I am in the same boat! I've been training my dog Cricket for over a year. She does really well but I don't know if I'll ever be ready. We decided to just jump in and are entered in a trial this weekend. I'm sure it'll be a disaster but it'll be a good experience for us to learn what to expect. It's a small, Rally only trial and it's close and not too expensive. We don't have a lot of show 'n gos around here so I'm going to treat this trial as our practice run. Good luck! I'm sure you'll be fine!


----------



## Shandwill (Jul 23, 2010)

monkeykeeper said:


> I am in the same boat! I've been training my dog Cricket for over a year. She does really well but I don't know if I'll ever be ready. We decided to just jump in and are entered in a trial this weekend. I'm sure it'll be a disaster but it'll be a good experience for us to learn what to expect. It's a small, Rally only trial and it's close and not too expensive. We don't have a lot of show 'n gos around here so I'm going to treat this trial as our practice run. Good luck! I'm sure you'll be fine!


Thanks. Best of luck to you and Cricket. Be sure to let us know how it goes!


----------



## MonicaBH (Jul 5, 2008)

I was supposed to go to two Show & Gos this weekend but chickened out both times! That was going to be how we tested the waters, so to speak.

The show I want to enter in closes in two days. Once again, I see the closing passing without me entering.

Sigh. It's been like 3 years since we started training for this.
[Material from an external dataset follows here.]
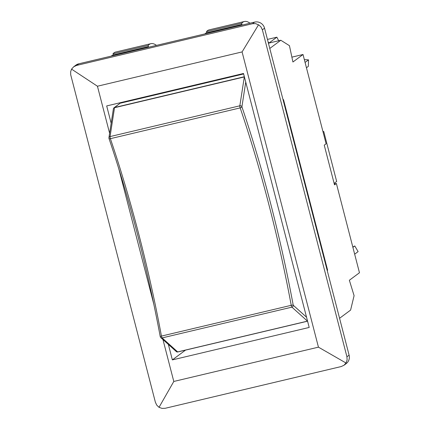 <?xml version="1.0" encoding="UTF-8"?>
<svg xmlns="http://www.w3.org/2000/svg" width="430" height="430" viewBox="0 0 430 430"><rect width="100%" height="100%" fill="white"/><g stroke="black" fill="none" stroke-linecap="round" stroke-linejoin="round"><path stroke-width="0.64" d="M352.82 247.078L354.771 245.949L352.89 247.347M354.659 254.184L358.115 251.62L354.771 245.949M336.668 181.476L323.742 131.478L336.668 181.476L334.126 183.374M323.059 131.988L323.742 131.478L322.973 131.661M304.343 59.625L308.525 59.861L308.332 66.37L306.45 67.768M308.525 59.861L305.069 62.431M108.989 138.326A1.645 1.419 8.8 0 1 110.058 136.579L114.52 107.715A1.645 0.355 -103.3 0 1 114.606 107.5L119.873 103.431L114.036 107.769A1.645 1.602 -126.6 0 0 113.498 108.494M120.448 103.162L243.633 73.949M176.311 351.579A1.645 1.532 -48 0 0 177.671 351.907L162.126 337.915A1.645 1.532 132 0 1 160.766 337.588L176.311 351.579A1.645 1.645 0 0 0 177.794 351.955A1.645 0.355 -103.3 0 1 177.671 351.907L307.461 321.135A1.645 0.355 -103.3 0 0 307.574 321.183L177.794 351.955A1.645 0.355 -103.3 0 0 177.821 351.944L307.547 321.183M113.423 108.682A1.645 1.419 -171.2 0 1 114.52 107.715L244.31 76.938L239.843 105.802A1.645 1.419 8.8 0 1 241.907 106.807A1.645 0.64 161.3 0 1 240.176 107.892A328.128 71.181 -103.3 0 1 291.234 305.311A1.645 0.355 -10.5 0 1 293.222 305.219A1.645 1.532 132 0 1 291.916 307.138L307.461 321.135M160.304 336.733A1.645 0.355 -10.5 0 1 160.25 336.663A1.645 0.355 -10.5 0 1 161.444 336.088A328.128 71.181 76.7 0 0 110.386 138.67A1.645 0.64 161.3 0 1 108.994 138.481C130.209 201.466 147.297 267.524 160.25 336.663A1.645 1.645 0 0 0 160.766 337.588M126.001 101.845L125.882 101.378M291.884 57.142L303.021 54.502L292.921 62.006L289.438 45.671L280.812 40.253L269.083 43.038L268.497 43.473M334.277 183.965L336.373 183.465L359.464 272.749L349.364 280.258L354.089 295.668L350.6 310.089L339.571 318.286M280.812 40.253L269.787 48.45M303.021 54.502L326.107 143.787L324.247 145.168L334.508 184.852L336.373 183.465M267.449 39.415L276.85 37.184L278.699 40.753M276.85 37.184L269.083 42.957L268.1 41.925M240.59 25.434L240.483 25.005A92.568 20.081 -103.3 0 1 240.483 24.999L241.961 24.413L241.671 23.279A92.568 20.081 -103.3 0 1 244.417 21.5A92.568 20.081 -103.3 0 1 249.986 23.209M147.081 47.612L146.974 47.176L148.452 46.59L148.156 45.456A92.568 20.081 -103.3 0 1 150.908 43.672A92.568 20.081 -103.3 0 1 156.477 45.381M111.897 55.954L111.789 55.518L146.974 47.176L113.267 54.932L148.452 46.59M113.267 54.932L112.972 53.798L148.156 45.456M112.972 53.798A92.568 20.081 -103.3 0 1 115.724 52.014L150.908 43.672M205.411 33.776L205.298 33.346L206.776 32.755L206.486 31.621A92.568 20.081 -103.3 0 1 209.233 29.842L244.417 21.5M240.483 25.005L205.298 33.346L240.483 24.999M241.961 24.413L206.776 32.755M241.671 23.279L206.486 31.621M264.547 28.181A8.229 7.998 -126.6 0 0 254.673 22.097L252.496 23.714L255.624 23.628L258.935 25.037L260.967 26.918L262.37 29.799L264.547 28.181L349.106 355.159L346.935 356.776L262.37 29.799M343.978 365.269L346.198 363.619A8.229 7.998 -126.6 0 0 349.106 355.159M258.537 24.795L242.085 51.922L318.442 347.155L173.795 381.458L159.025 407.334L156.735 405.114L155.375 402.2L70.708 74.772L70.665 71.617L71.563 69.133L73.697 66.779L76.578 65.43L78.755 63.812A8.229 7.998 -126.6 0 0 75.895 65.14L73.675 66.795M78.755 63.812L254.673 22.097M111.166 123.238L106.688 105.931L243.514 73.487L309.192 327.45L172.365 359.894L185.507 350.127M172.365 359.894L168.367 344.43M283.037 99.685L283.494 99.577L283.085 99.878M327.214 270.513L327.622 270.207L283.494 99.577M346.935 356.776L347.101 359.969L346.005 363.001L318.442 347.155M346.005 363.001L344 365.253L341.167 366.564L165.249 408.28L162.072 408.403L159.025 407.334M173.795 381.458L162.959 339.56M153.951 304.719L118.583 167.969M109.612 133.279L97.443 86.22L242.085 51.922M71.563 69.133L97.443 86.22M252.496 23.714L76.578 65.43M306.547 317.211L293.222 305.219A329.772 71.536 76.7 0 0 241.907 106.807L245.734 82.066M244.353 76.733L114.606 107.5A1.645 1.602 -126.6 0 0 114.036 107.769A1.645 1.645 0 0 0 113.445 108.607M110.386 138.67A1.645 0.355 -103.3 0 1 110.058 136.579L239.843 105.802A1.645 0.355 76.7 0 0 240.176 107.892L110.386 138.67M162.126 337.915A1.645 0.355 -103.3 0 1 161.444 336.088L291.234 305.311A1.645 0.355 76.7 0 0 291.916 307.138L162.126 337.915M108.983 138.439A1.645 1.645 0 0 1 108.93 137.702L113.391 108.838"/></g></svg>
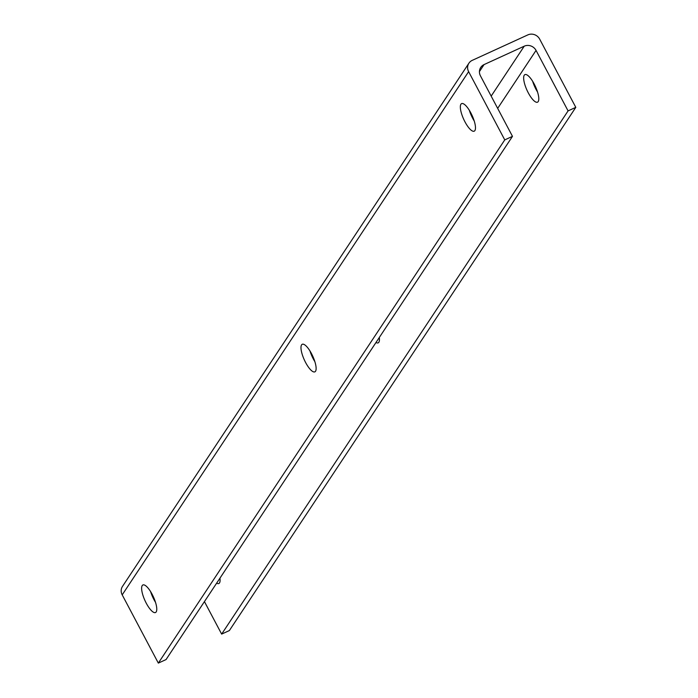 <?xml version="1.0" encoding="UTF-8"?>
<svg xmlns="http://www.w3.org/2000/svg" width="698" height="698" viewBox="0 0 698 698"><rect width="100%" height="100%" fill="white"/><g stroke="black" fill="none" stroke-linecap="round" stroke-linejoin="round"><path stroke-width="1.05" d="M221.65 634.098L568.076 110.895L575.798 107.352L229.372 630.564L221.65 634.098L204.435 601.597M512.48 136.354L166.054 659.566L158.333 663.1L504.759 139.888L512.48 136.354L480.46 75.873A8.917 8.341 -146.5 0 1 480.748 67.409A8.917 8.341 -146.5 0 1 484.072 64.582L524.224 46.19A8.917 8.341 -146.5 0 1 536.047 50.404L497.665 108.382M504.759 139.888L468.628 71.65A8.917 8.341 -146.5 0 1 468.916 63.195A8.917 8.341 -146.5 0 1 472.241 60.36L527.836 34.9A8.917 8.341 -146.5 0 1 539.667 39.114L575.798 107.352M158.333 663.1L122.202 594.862A8.917 8.341 -146.5 0 1 122.49 586.407L468.916 63.195M568.076 110.895L536.047 50.404M532.635 81.265A15.155 4.607 -114.6 0 0 536.003 89.309A15.155 4.607 -114.6 0 0 537.539 91.988M470.853 112.945A15.155 4.607 -114.6 0 0 461.596 103.618A15.155 4.607 -114.6 0 0 464.964 121.845A15.155 4.607 -114.6 0 0 474.221 131.172A15.155 4.607 -114.6 0 0 470.853 112.945M152.147 594.303A15.155 4.607 -114.6 0 0 142.889 584.968A15.155 4.607 -114.6 0 0 146.257 603.194A15.155 4.607 -114.6 0 0 155.506 612.53A15.155 4.607 -114.6 0 0 152.147 594.303M311.5 353.624A15.155 4.607 -114.6 0 0 302.243 344.289A15.155 4.607 -114.6 0 0 305.611 362.515A15.155 4.607 -114.6 0 0 314.868 371.851A15.155 4.607 -114.6 0 0 311.5 353.624M469.318 110.267A15.155 4.607 -114.6 0 0 472.686 118.302A15.155 4.607 -114.6 0 0 474.221 120.99M150.602 591.616A15.155 4.607 -114.6 0 0 153.979 599.661A15.155 4.607 -114.6 0 0 155.514 602.339M309.964 350.946A15.155 4.607 -114.6 0 0 313.332 358.981A15.155 4.607 -114.6 0 0 314.868 361.66M534.171 83.952A15.155 4.607 -114.6 0 0 524.913 74.616A15.155 4.607 -114.6 0 0 528.281 92.843A15.155 4.607 -114.6 0 0 537.539 102.178A15.155 4.607 -114.6 0 0 534.171 83.952M216.642 583.162A15.155 4.607 -114.6 0 0 218.823 583.528A15.155 4.607 -114.6 0 0 219.949 578.171M376.004 342.482A15.155 4.607 -114.6 0 0 378.185 342.849A15.155 4.607 -114.6 0 0 379.302 337.492M524.224 46.19L491.174 96.106M484.072 64.582L479.439 71.58M468.628 71.65L122.202 594.862"/></g></svg>

Good luck with Russia! Please post updates and let me know how it goes. I'm very interested!!


----------



## Shandwill (Jul 23, 2010)

MonicaBH said:


> I was supposed to go to two Show & Gos this weekend but chickened out both times! That was going to be how we tested the waters, so to speak.
> 
> The show I want to enter in closes in two days. Once again, I see the closing passing without me entering.
> 
> ...


Oh, just go for it!!! We were planning to go to a Show & Go a couple weeks ago, but I ended up having to work. Come on, jump in the deep end with Russia and me!


----------



## Poly (Sep 19, 2007)

Shandwill said:


> For better or worse, we are officially entered in our first trial! EEK!!!


GREAT!!

Good luck and let us know how you do.


----------



## Shandwill (Jul 23, 2010)

We're also signed up to be evaluated for the CGC while at the trial, so it should be an adventure to say the least!


----------



## MonicaBH (Jul 5, 2008)

Shandwill said:


> Oh, just go for it!!! We were planning to go to a Show & Go a couple weeks ago, but I ended up having to work. Come on, jump in the deep end with Russia and me!


It doesn't take much to twist my arm (or empty my wallet, apparently). 

I'm entered in 3 Rally-O trials and an OB trial over three days.

I'll keep you & Russia in my positive thinking if you keep Clyde & I in yours??

I'm already sick to my stomach. FML.


----------



## Shandwill (Jul 23, 2010)

MonicaBH said:


> I'll keep you & Russia in my positive thinking if you keep Clyde & I in yours??
> 
> I'm already sick to my stomach. FML.


Ditto on both accounts! uke:


----------



## dantero (Feb 2, 2011)

When to enter - when your dog is successfully doing what is required of it in training, you have done some proofing, and you feel that even if things don't go quite as planned, it won't be a negative experience for you and the dog.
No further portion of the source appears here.